By definition, if you are training on the "internet," you are training on the meat of the Bell Curve. The model is an engine of regression toward the mean. When an illustrator screams that AI is "stealing" their work, they are—statistically speaking—admitting that their work is indistinguishable from the 1 sigma or 2 sigma mass of data the model has already digested.

The "vocal majority" is effectively protesting the fact that their market value was tied to a scarcity of labor, not a scarcity of talent. Now that the labor is $0.00, the lack of unique talent is laid bare.

It is literally the "Lumberjack Logistics" problem—they could swing the axe, but they lacked the ability to plan the harvest.

models can not "innovate" in the human sense; they can only "interpolate" between existing data points. If you are an interpolator, you are replaceable by a matrix. If you are an extrapolator, the model is just a very fast assistant that handles the "boring" y = mx + b parts of your day.

Models are simply harvesting the entropy that is the collective of human cognition.

Edit, because deflecting agency and displacing responsibility is a very real problem: The input-output loop of an individual's life is primarily governed by their own internal logic and effort, regardless of the "environmental variables."

To continue the conversation. I generally ignore people who choose to deflect the argument of their own incompetence instead, but this should probably be said at some point.

For example, the ones who blame the companies who build billion dollar models or say that teachers and education is the problem.

So, just to point this out, I did my undergraduate years in a very racist environment. If I scored well on an exam, it was generally assumed that I cheated; despite never taking anything to the exam beyond a pencil (maybe an eraser and calculator, depending) and the clothes on my back.

My point is, if the public education system in the U.S. has any problems, that is a federal issue; the ones responsible are the same ones you voted into power, the private and entirely unrelated entities have fuck all to do with that.

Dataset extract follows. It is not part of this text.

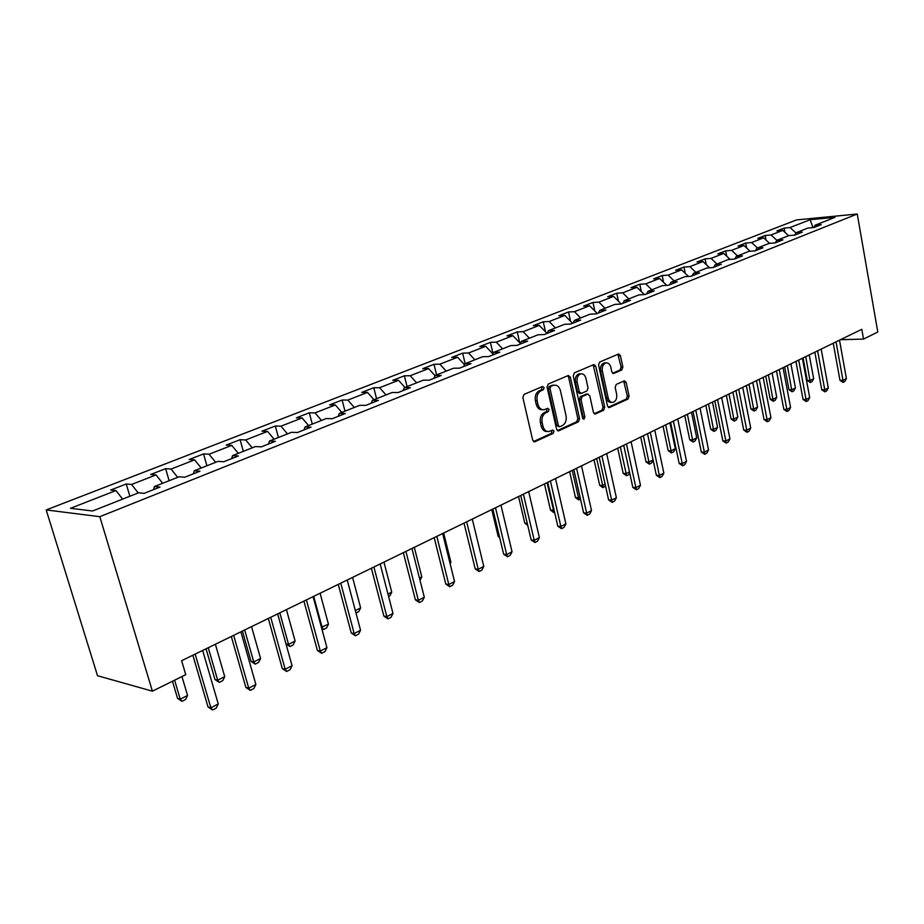 <?xml version="1.0" encoding="UTF-8"?>
<svg xmlns="http://www.w3.org/2000/svg" width="924" height="924" viewBox="0 0 924 924"><rect width="100%" height="100%" fill="white"/><g stroke="black" fill="none" stroke-linecap="round" stroke-linejoin="round"><path stroke-width="1.39" d="M544.12 387.618L542.538 386.486L524.07 394.386L522.869 397.528L532.709 440.182L534.638 441.857L553.199 433.379L554.019 431.208L552.691 430.041L549.064 431.52C546.084 431.774 544.04 429.995 542.942 426.183L542.134 422.672C541.429 417.96 542.688 414.633 545.911 412.705L548.267 411.654L549.087 409.482L547.736 408.304L544.178 409.725C541.152 409.99 539.073 408.177 537.941 404.296L537.133 400.762C536.417 396.026 537.687 392.7 540.933 390.806L543.3 389.789L544.12 387.618M542.492 409.702L542.457 409.702C539.42 409.967 537.341 408.154 536.22 404.285L535.412 400.739C534.696 396.015 535.966 392.7 539.2 390.806L541.568 389.789L541.938 386.74M533.518 441.557L551.478 433.321L551.905 430.365M547.32 431.473C544.351 431.716 542.319 429.937 541.221 426.137L540.413 422.626C539.708 417.925 540.967 414.61 544.19 412.67L546.534 411.63L546.939 408.627M621.794 369.97L622.868 367.036L620.42 355.636L618.618 353.973L599.688 362.035L598.579 365.015L607.495 405.971L609.286 407.588L628.02 399.029L629.082 396.084L626.16 382.432L624.393 380.803L616.25 384.407L615.165 387.364L616.643 394.178C617.163 398.51 615.938 401.235 612.97 402.367C610.649 402.552 609.066 401.097 608.2 398.001L602.344 371.078C601.813 366.77 603.026 364.056 605.959 362.924C608.339 362.716 609.979 364.206 610.845 367.382L611.815 371.864L613.617 373.527L621.794 369.97L620.062 369.993L621.136 367.059L617.879 354.262M99.815 516.678L152.402 691.175L185.747 674.67L181.624 660.695L861.792 329.314L863.524 339.085L877.8 332.016L857.253 214.01L99.815 516.678L46.2 509.933L796.5 219.924L857.253 214.01M570.327 377.142L568.41 375.444L548.244 384.049L547.066 387.133L556.606 429.256L558.489 430.907L578.459 421.783L579.591 418.734L570.327 377.142L568.595 377.154L567.729 375.71M574.37 372.869L593.901 364.541L595.761 366.227L604.723 407.241L603.626 410.233L595.229 414.044L593.427 412.404L589.755 395.726L587.618 394.167L582.155 396.592L581.023 399.618L584.892 417.071L583.887 419.265L582.605 418.11L573.226 375.895L574.37 372.869M784.926 232.317L784.141 228.101L776.911 230.919L782.813 230.376L771.09 234.95L765.176 235.481L757.749 238.369L763.674 237.849L751.628 242.538L745.703 243.058L738.068 246.027L743.993 245.518L731.623 250.346L725.686 250.843L717.832 253.892L723.781 253.407L711.053 258.373L705.104 258.847L697.043 261.977L702.991 261.515L689.905 266.62L683.956 267.071L675.652 270.293L681.612 269.866L668.144 275.109L662.185 275.537L653.649 278.852L659.609 278.447L645.749 283.853L639.789 284.245L631 287.664L636.959 287.283L622.684 292.85L616.724 293.22L607.68 296.731L613.64 296.385L598.937 302.125L592.977 302.448L583.645 306.087L589.604 305.763L574.451 311.677L568.503 311.977L558.881 315.708L564.83 315.419L549.202 321.517L543.266 321.783L533.344 325.641L539.281 325.387L523.169 331.681L517.232 331.912L507.01 335.886L512.924 335.678L496.292 342.169L490.378 342.354L479.822 346.465L485.724 346.292L468.537 352.991L462.647 353.141L451.744 357.38L457.623 357.253L439.859 364.183L434.003 364.287L422.73 368.664L428.586 368.584L410.221 375.745L404.389 375.802L392.735 380.33L398.556 380.295L379.568 387.71L373.781 387.71L361.723 392.4L367.498 392.411L347.851 400.08L342.099 400.023L329.614 404.885L335.354 404.955L315.003 412.901L309.297 412.785L296.373 417.81L302.056 417.948L280.965 426.183L275.317 425.999L261.931 431.208L267.544 431.416L245.68 439.951L240.101 439.697L226.207 445.102L231.762 445.38L209.067 454.227L203.569 453.903L189.143 459.517L194.618 459.863L171.067 469.057L165.639 468.653L150.67 474.486L156.052 474.913L131.578 484.465L126.242 483.98L110.684 490.032L115.974 490.552L70.467 508.304L92.585 510.995L138.6 492.792L144.179 493.347L159.979 487.075L154.366 486.555L153.58 489.616M784.141 228.101L790.043 227.558L810.129 219.716L835.088 217.302L815.084 225.213L821.205 224.648L813.998 227.5L807.876 228.066L796.188 232.686L802.332 232.132L794.929 235.077L788.784 235.62L776.784 240.367L782.928 239.836L775.328 242.85L769.172 243.382L756.825 248.256L762.993 247.748L755.174 250.854L748.994 251.351L736.301 256.375L742.48 255.89L734.43 259.078L728.251 259.563L715.188 264.726L721.367 264.264L713.085 267.556L706.895 268.006L693.45 273.331L699.641 272.892L691.117 276.276L684.915 276.703L671.067 282.178L677.269 281.774L668.479 285.262L662.277 285.655L648.013 291.303L654.215 290.921L645.16 294.513L638.958 294.883L624.243 300.704L630.445 300.346L621.113 304.054L614.91 304.389L599.745 310.395L605.948 310.083L596.315 313.894L590.113 314.195L574.462 320.385L580.665 320.108L570.72 324.058L564.529 324.324L548.382 330.711L554.562 330.469L544.305 334.546L538.115 334.765L521.436 341.36L527.604 341.164L517.001 345.38L510.845 345.553L493.601 352.379L499.757 352.217L488.796 356.572L482.651 356.71L464.83 363.756L470.963 363.652L459.621 368.145L453.499 368.237L435.065 375.525L441.175 375.467L429.441 380.134L423.354 380.157L404.273 387.71L410.337 387.71L398.186 392.527L392.134 392.504L372.372 400.323L378.401 400.381L365.812 405.382L359.806 405.301L339.327 413.398L345.31 413.513L332.259 418.699L326.299 418.549L305.059 426.946L310.984 427.142L297.447 432.513L291.545 432.293L269.508 441.014L275.375 441.279L261.319 446.858L255.474 446.558L232.594 455.613L238.392 455.948L223.781 461.746L218.018 461.376L194.248 470.778L199.954 471.205L184.765 477.234L179.094 476.772L154.366 486.555M788.576 235.701L782.813 230.376M776.888 240.321L771.09 234.95M796.188 232.686L794.767 235.089M769.565 243.347L763.674 237.849M757.461 248.013L751.628 242.538M776.784 240.367L775.328 242.85M750.103 251.27L743.993 245.518M737.491 255.902L731.623 250.346M756.825 248.256L755.37 250.774M730.11 259.413L723.781 253.407M716.966 264.021L711.053 258.373M736.301 256.375L734.857 258.916M709.551 267.81L702.991 261.515M695.864 272.372L689.905 266.62M715.188 264.726L713.755 267.29M688.426 276.461L681.612 269.866M674.15 280.965L668.144 275.109M693.45 273.331L692.03 275.906M666.689 285.377L659.609 278.447M651.79 289.801L645.749 283.853M671.067 282.178L669.669 284.788M644.317 294.56L636.959 287.283M628.77 298.914L622.684 292.85M648.013 291.303L646.627 293.936M621.251 304.008L613.64 296.385M605.058 308.293L598.937 302.125M624.243 300.704L622.88 303.361M597.274 313.525L589.604 305.763M580.607 317.96L574.451 311.677M599.745 310.395L598.394 313.074M572.545 323.331L564.83 315.419M555.405 327.928L549.202 321.517M574.462 320.385L573.146 323.1M548.382 330.711L547.077 333.437L539.281 325.387M529.406 338.207L523.169 331.681M520.42 343.555L512.924 335.678M502.575 348.822L496.292 342.169M521.436 341.36L520.154 344.121M492.896 353.938L485.724 346.292M474.855 359.794L468.537 352.991M493.601 352.379L492.353 355.163M464.449 364.633L457.623 357.253M446.223 371.113L439.859 364.183M464.83 363.756L463.605 366.562M435.019 375.641L428.586 368.584M416.62 382.825L410.221 375.745M435.065 375.525L433.887 378.366M404.966 387.433L398.556 380.295M386.001 394.929L379.568 387.71M404.273 387.71L403.118 390.575M373.943 399.699L367.498 392.411M354.319 407.472L347.851 400.08M372.372 400.323L371.263 403.222M341.834 412.404L335.354 404.955M321.506 420.443L315.003 412.901M339.327 413.398L338.253 416.32M308.57 425.56L302.056 417.948M287.503 433.899L280.965 426.183M305.059 426.946L304.042 429.903M274.093 439.2L267.544 431.416M252.24 447.84L245.68 439.951M269.508 441.014L268.538 443.994M238.334 453.349L231.762 445.38M215.662 462.312L209.067 454.227M232.594 455.613L231.681 458.616M201.213 468.029L194.618 459.863M177.674 477.338L171.067 469.057M194.248 470.778L193.393 473.816M162.67 483.275L156.052 474.913M138.207 492.942L131.578 484.465M122.615 499.11L115.974 490.552M152.402 691.175L97.505 675.71L46.2 509.933M840.459 339.709L863.524 339.085M812.958 227.604L810.129 219.716M795.991 233.033L790.043 227.558M815.084 225.213L813.686 227.535M129.868 496.246L126.242 483.98M169.127 480.723L165.639 468.653M206.918 465.777L203.569 453.903M243.324 451.374L240.101 439.697M278.424 437.491L275.317 425.999M312.289 424.093L309.297 412.785M344.975 411.157L342.099 400.023M376.553 398.671L373.781 387.71M407.068 386.602L404.389 375.802M436.59 374.925L434.003 364.287M465.142 363.629L462.647 353.141M493.023 353.673L490.378 342.354M519.738 342.839L517.232 331.912M545.53 331.878L543.266 321.783M570.558 321.286L568.503 311.977M594.837 311.065L592.977 302.448M618.422 301.178L616.724 293.22M641.325 291.603L639.789 284.245M663.582 282.34L662.185 275.537M685.227 273.354L683.956 267.071M706.259 264.657L705.104 258.847M726.726 256.214L725.686 250.843M746.65 248.013L745.703 243.058M766.042 240.055L765.176 235.481M557.391 430.607L576.726 421.748L577.858 418.699L568.595 377.154M550.854 386.532L550.034 388.692L558.385 425.618L559.713 426.773L562.37 425.594C565.511 423.654 566.747 420.374 566.054 415.742L560.418 390.633C559.309 386.74 557.241 384.938 554.215 385.204L549.133 386.532L548.313 388.692L550.034 388.692M559.332 426.761L556.664 425.571L548.313 388.692M554.053 385.204L551.593 385.481L553.326 385.481M549.133 386.532L551.593 385.481M594.178 413.744L601.894 410.21L602.991 407.218L593.196 364.818M586.636 394.063L580.422 396.581L579.302 399.607L583.159 417.036L584.892 417.071M582.859 418.734L583.159 417.036M585.92 378.332C585.019 375.121 583.344 373.619 580.884 373.839C577.846 374.994 576.599 377.766 577.154 382.143L579.29 391.788L581.439 393.37L586.913 390.944L588.034 387.93L585.92 378.332M580.364 373.839L579.163 373.85C576.114 375.005 574.867 377.777 575.421 382.155L577.154 382.143M580.688 393.462L579.429 393.451L577.558 391.788L575.421 382.155M612.612 373.261L620.062 369.993M605.347 362.936L604.227 362.947C601.293 364.079 600.092 366.793 600.623 371.09L602.344 371.078M611.769 402.356L611.238 402.344C608.916 402.541 607.334 401.085 606.479 397.99L600.623 371.09M608.246 407.299L626.287 399.018L627.361 396.084L623.677 381.092M172.453 681.254L177.57 698.405L180.238 699.168L187.549 695.46L181.959 676.553M187.549 695.46L185.62 699.48L181.97 701.328L177.57 698.405M174.601 680.191L180.238 699.168L181.97 701.328M202.668 650.438L218.26 703.961L216.251 708.073L212.566 709.99L210.868 707.796L208.039 706.999L192.862 655.208M218.26 703.961L210.868 707.796L195.149 654.1M212.566 709.99L208.039 706.999M206.04 648.798L214.969 679.521L217.683 680.214L224.728 676.657L215.361 644.247M224.728 676.657L222.8 680.607L219.288 682.386L214.969 679.521M208.247 647.712L217.683 680.214L219.288 682.386M242.423 631.069L251.016 661.33L253.765 661.965L260.556 658.535L251.547 626.622M260.556 658.535L258.639 662.416L255.255 664.137L251.016 661.33M244.687 629.96L253.765 661.965L255.255 664.137M240.887 631.82L255.867 684.488L253.869 688.53L250.312 690.378L248.741 688.172L245.876 687.433L231.3 636.486M255.867 684.488L248.741 688.172L233.657 635.342M250.312 690.378L245.876 687.433M277.674 613.894L292.065 665.73L290.078 669.715L286.659 671.494L285.204 669.288L282.305 668.606L268.295 618.456M292.065 665.73L285.204 669.288L270.697 617.29M286.659 671.494L282.305 668.606M285.978 643.82L288.554 644.363L295.103 641.048L286.428 609.632M295.103 641.048L293.208 644.883L289.94 646.546L286.013 643.947M279.81 612.855L288.554 644.363L289.94 646.546M321.402 627.246L328.447 624.185L320.085 593.231M328.447 624.185L326.553 627.962L323.4 629.556L321.771 628.62M313.698 596.338L322.118 627.384L323.4 629.556M355.347 610.579L360.637 607.9L352.575 577.408M360.637 607.9L358.766 611.619L355.994 613.028M313.097 596.638L326.934 647.666L324.971 651.593L321.668 653.303L320.328 651.085L317.406 650.473L303.927 601.108M326.934 647.666L320.328 651.085L306.387 599.907M321.668 653.303L317.406 650.473M347.239 580.006L360.556 630.249L358.604 634.107L355.428 635.77L354.181 633.552L351.236 632.975L338.265 584.372M360.556 630.249L354.181 633.552L340.771 583.159M355.428 635.77L351.236 632.975M380.168 563.963L392.989 613.444L391.06 617.255L387.988 618.849L386.844 616.631L383.876 616.112L371.379 568.237M392.989 613.444L386.844 616.631L373.92 567.001M387.988 618.849L383.876 616.112M387.976 594.074L391.741 592.169L383.968 562.115M391.741 592.169L389.882 595.83L388.6 596.477M411.942 548.475L424.301 597.227L422.383 600.97L419.415 602.517L418.364 600.3L415.373 599.826L403.338 552.668M424.301 597.227L418.364 600.3L405.913 551.42M419.415 602.517L415.373 599.826M419.461 578.135L421.806 576.957L414.31 547.331M421.806 576.957L420.039 580.411M442.631 533.529L454.55 581.554L452.644 585.25L449.78 586.74L448.81 584.522L445.807 584.095L434.199 537.629M454.55 581.554L448.81 584.522L436.809 536.359M449.78 586.74L445.807 584.095M449.884 562.751L450.889 562.242L443.647 533.033M450.889 562.242L450.127 563.732M472.279 519.08L483.783 566.412L481.889 570.05L479.117 571.494L478.239 569.288L475.213 568.895L464.021 523.111M483.783 566.412L478.239 569.288L466.655 521.829M479.117 571.494L475.213 568.895M500.947 505.116L512.046 551.767L510.163 555.359L507.495 556.756L506.687 554.55L503.649 554.192L492.85 509.066M512.046 551.767L506.687 554.55L495.507 507.773M507.495 556.756L503.649 554.192M491.764 509.598L498.209 536.521L499.457 536.648M499.688 537.629L498.209 536.521M528.678 491.603L539.397 537.595L537.537 541.141L534.938 542.492L534.211 540.286L531.161 539.974L520.732 495.483M539.397 537.595L534.211 540.286L523.411 494.167M534.938 542.492L531.161 539.974M518.537 496.546L524.774 523.111L527.269 523.354M527.743 525.352L524.774 523.111M555.52 478.528L565.881 523.885L564.033 527.373L561.515 528.678L560.845 526.484L557.807 526.206L547.724 482.328M565.881 523.885L560.845 526.484L550.415 481.011M561.515 528.678L557.807 526.206M554.596 512.243L553.603 512.462L550.508 510.117L554.088 510.025M544.479 483.91L550.508 510.117M547.066 482.651L554.088 512.508M581.508 465.869L591.522 510.591L589.685 514.044L587.26 515.303L586.648 513.12L583.598 512.866L573.85 469.6M591.522 510.591L586.648 513.12L576.576 468.272M587.26 515.303L583.598 512.866M580.503 499.099L578.505 499.826L575.479 497.516L578.401 497.736L580.006 496.916M569.634 471.656L575.479 497.516M572.233 470.385L579.002 499.861M606.687 453.603L616.377 497.724L614.564 501.12L612.196 502.344L611.653 500.161L608.604 499.942L599.179 457.264M616.377 497.724L611.653 500.161L601.905 455.936M612.196 502.344L608.604 499.942M605.566 486.209L602.667 487.572L599.688 485.285L602.621 485.481L605.128 484.211M594.028 459.771L599.688 485.285M596.65 458.489L603.164 487.606M631.092 441.707L640.471 485.239L638.669 488.588L636.382 489.778L635.897 487.606L632.836 487.41L623.723 445.31M640.471 485.239L635.897 487.606L626.46 443.97M636.382 489.778L632.836 487.41M629.706 472.949L628.828 474.578L626.611 475.71L623.203 473.423L626.125 473.585L629.475 471.887M617.717 448.232L623.203 473.423M620.339 446.95L626.611 475.71M654.769 430.18L663.848 473.134L662.058 476.438L659.84 477.593L659.401 475.433L656.352 475.259L647.516 433.714M663.848 473.134L659.401 475.433L650.277 432.363M659.84 477.593L656.352 475.259M653.129 460.106L651.547 463.051L649.387 464.148L646.026 461.896L648.948 462.035L653.095 459.944M640.702 437.029L646.026 461.896M643.335 435.747L649.387 464.148M677.731 418.988L686.532 461.376L684.753 464.645L682.605 465.765L682.224 463.605L679.163 463.467L670.616 422.453M686.532 461.376L682.224 463.605L673.377 421.113M682.605 465.765L679.163 463.467M663.039 426.149L668.191 450.704L671.124 450.82L675.317 448.694L669.9 422.799M675.317 448.694L673.608 451.859L671.517 452.922L668.191 450.704M665.684 424.855L671.517 452.922M700.034 408.131L708.558 449.965L706.791 453.199L704.7 454.285L704.365 452.136L701.316 452.021L693.023 411.538M708.558 449.965L704.365 452.136L695.795 410.187M704.7 454.285L701.316 452.021M684.742 415.569L689.743 439.824L692.665 439.916L696.742 437.861L691.499 412.289M696.742 437.861L695.044 440.979L693.012 442.007L689.743 439.824M687.387 414.287L693.012 442.007M721.679 397.574L729.948 438.888L728.204 442.076L726.172 443.127L725.883 440.991L722.834 440.898L714.795 400.935M729.948 438.888L725.883 440.991L717.567 399.584M726.172 443.127L722.834 440.898M705.844 405.301L710.695 429.244L713.617 429.325L717.578 427.315L712.485 402.056M717.578 427.315L715.904 430.399L713.917 431.404L710.695 429.244M708.5 404.007L713.917 431.404M742.723 387.329L750.727 428.124L749.006 431.265L747.031 432.293L746.777 430.168L743.739 430.087L735.943 390.633M750.727 428.124L746.777 430.168L738.715 389.281M747.031 432.293L743.739 430.087M726.356 395.299L731.069 418.965L733.991 419.011L737.837 417.071L732.894 392.111M737.837 417.071L736.174 420.108L734.245 421.09L731.069 418.965M729.013 394.005L734.245 421.09M763.166 377.373L770.939 417.648L769.218 420.755L767.301 421.76L767.093 419.646L764.056 419.588L756.502 380.619M770.939 417.648L767.093 419.646L759.274 379.267M767.301 421.76L764.056 419.588M746.326 385.574L750.9 408.951L753.811 408.986L757.564 407.091L752.76 382.432M757.564 407.091L755.913 410.094L754.03 411.053L750.9 408.951M748.983 384.28L754.03 411.053M783.044 367.683L790.586 407.472L788.888 410.545L787.017 411.515L786.844 409.413L783.818 409.367L776.483 370.882M790.586 407.472L786.844 409.413L779.255 369.531M787.017 411.515L783.818 409.367M765.753 376.103L770.2 399.203L773.099 399.226L776.749 397.378L772.083 373.019M776.749 397.378L775.109 400.358L773.284 401.282L770.2 399.203M768.41 374.809L773.284 401.282M802.379 358.269L809.701 397.574L808.015 400.6L806.202 401.547L806.063 399.457L803.048 399.434L795.922 361.411M809.701 397.574L806.063 399.457L798.694 360.06M806.202 401.547L803.048 399.434M784.661 366.897L788.992 389.72L791.891 389.72L795.437 387.93L790.909 363.848M795.437 387.93L793.82 390.864L792.041 391.764L788.992 389.72M787.329 365.592L792.041 391.764M821.193 349.099L828.308 387.93L826.634 390.921L824.866 391.845L824.762 389.766L821.759 389.755L814.829 352.194M828.308 387.93L824.762 389.766L817.613 350.843M824.866 391.845L821.759 389.755M803.083 357.923L807.287 380.48L810.186 380.469L813.651 378.713L809.239 354.92M813.651 378.713L812.034 381.624L810.302 382.501L807.287 380.48M805.751 356.618L810.302 382.501M839.5 340.171L846.419 378.551L844.767 381.508L843.034 382.397L842.977 380.33L839.974 380.341L833.24 343.231M846.419 378.551L842.977 380.33L836.024 341.868M843.034 382.397L839.974 380.341M539.2 390.806L540.933 390.806M535.412 400.739L537.133 400.762M536.22 404.285L537.941 404.296M546.534 411.63L548.267 411.654M544.19 412.67L545.911 412.705M540.413 422.626L542.134 422.672M541.221 426.137L542.942 426.183M551.478 433.321L553.199 433.379M533.726 441.695L534.984 441.741M541.568 389.789L543.3 389.789M577.858 418.699L579.591 418.734M576.726 421.748L578.459 421.783M557.634 430.769L558.824 430.803M556.664 425.571L558.385 425.618M594.04 366.251L595.761 366.227M602.991 407.218L604.723 407.241M601.894 410.21L603.626 410.233M594.455 413.929L595.53 413.94M585.897 394.155L587.618 394.167M580.422 396.581L582.155 396.592M579.302 399.607L581.023 399.618M577.558 391.788L579.29 391.788M612.935 373.458L613.883 373.446M606.479 397.99L608.2 398.001M624.428 382.444L626.16 382.432M627.361 396.084L629.082 396.084M626.287 399.018L628.02 399.029M608.535 407.484L609.574 407.496M618.687 355.671L620.42 355.636M621.136 367.059L622.868 367.036M534.06 441.834L534.638 441.857M552.494 385.204L554.215 385.204M586.174 394.063L587.907 394.074M579.163 373.85L580.884 373.839M604.227 362.947L605.959 362.924"/></g></svg>

Why not place the onus on the students to take private lessons or go where they need to in order to learn what they want to know? Last time I checked, libraries were not expensive

If I was operating in a system that was actively hostile to my success—a "noisy" environment with a heavy negative bias—and I still optimized for the result... but, I get it.

The comparison between AI companies and the education system is a massive category error that people use to cope with their own obsolescence. In short, they need a villain to blame; the corporation or the education system are easy targets.

People blame OpenAI or Google because it is easier to hate a billion-dollar entity than to admit that a Python script just did their "highly skilled" job better than they did.

...but blaming "the system" for a lack of knowledge in the age of the internet is scientifically absurd. We live in an era where the barrier to entry for world-class information is effectively zero.

Getting angry at a private tech company for the failures of public education is like getting angry at a calculator manufacturer because you never learned long division. They are completely decoupled entities

That said, **again** the onus is on the student. "Get Good" in its purest incarnation. In a world of infinite entropy and Archimedean potential, the only thing inhibiting learning is one's own refusal to do so

The racist environment I navigated proves that merit is an invariant. If the math is right, the math is right, regardless of whether the person grading the paper wants it to be. AI is just the latest, most impartial grader ever built. It cares not for who you know or what pretty words you use. It only cares if your skill gained from hard work provides more utility than the statistical mean.